--- GIVEN INFORMATION Enclosed Below ---

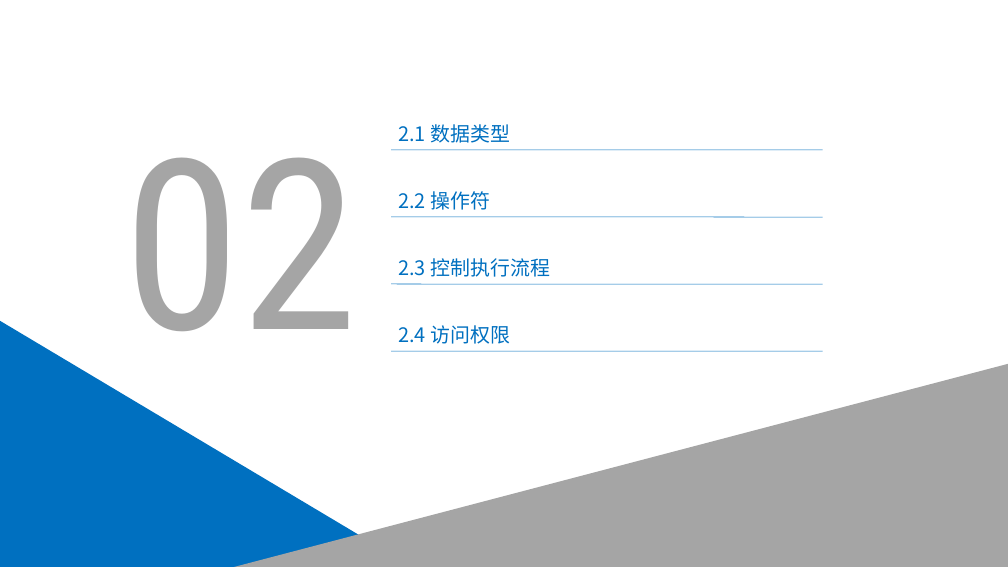
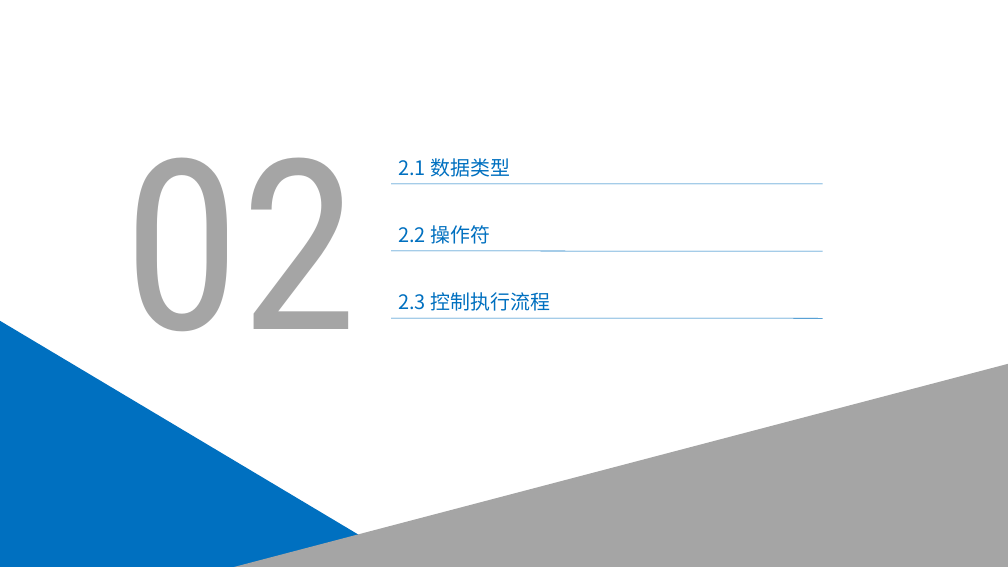
Before and after one commit to leonliu06/JavaTrainning, a slide deck: slide 8 of Java培训.pptx. Drawn at 1008x567 pixels with LibreOffice and Linux fonts; fonts in the diff are those of the drawing. Boxes give left, top, right and bottom in pixels: in the first picture for what was removed or moved away, otherwise in the second. Text is boxed around its words. In the diff, an @@ line names an element or a change of style, - is before the commit and + after.

```diff
--- a/Java培训.pptx
+++ b/Java培训.pptx
@@ 3 texts, 3 lines: place and size @@
-3 texts, 3 lines at bbox=[391, 124, 823, 284]
+3 texts, 3 lines at bbox=[391, 158, 823, 318]
@@ text removed at bbox=[398, 325, 510, 344] @@
-2.4 访问权限
@@ line removed from (391, 351) to (823, 351) @@
```
Also in this commit, not shown: 3 other slides changed, 6 slides added, 1 slide removed.

--- End of Enclosed GIVEN INFORMATION ---

### ABOUT THIS EXERCISE
Copy the records above exactly. Do not carry any picture into the copy.

### WRITTEN RESPONSE
Before and after one commit to leonliu06/JavaTrainning, a slide deck: slide 8 of Java培训.pptx. Drawn at 1008x567 pixels with LibreOffice and Linux fonts; fonts in the diff are those of the drawing. Boxes give left, top, right and bottom in pixels: in the first picture for what was removed or moved away, otherwise in the second. Text is boxed around its words. In the diff, an @@ line names an element or a change of style, - is before the commit and + after.

```diff
--- a/Java培训.pptx
+++ b/Java培训.pptx
@@ 3 texts, 3 lines: place and size @@
-3 texts, 3 lines at bbox=[391, 124, 823, 284]
+3 texts, 3 lines at bbox=[391, 158, 823, 318]
@@ text removed at bbox=[398, 325, 510, 344] @@
-2.4 访问权限
@@ line removed from (391, 351) to (823, 351) @@
```
Also in this commit, not shown: 3 other slides changed, 6 slides added, 1 slide removed.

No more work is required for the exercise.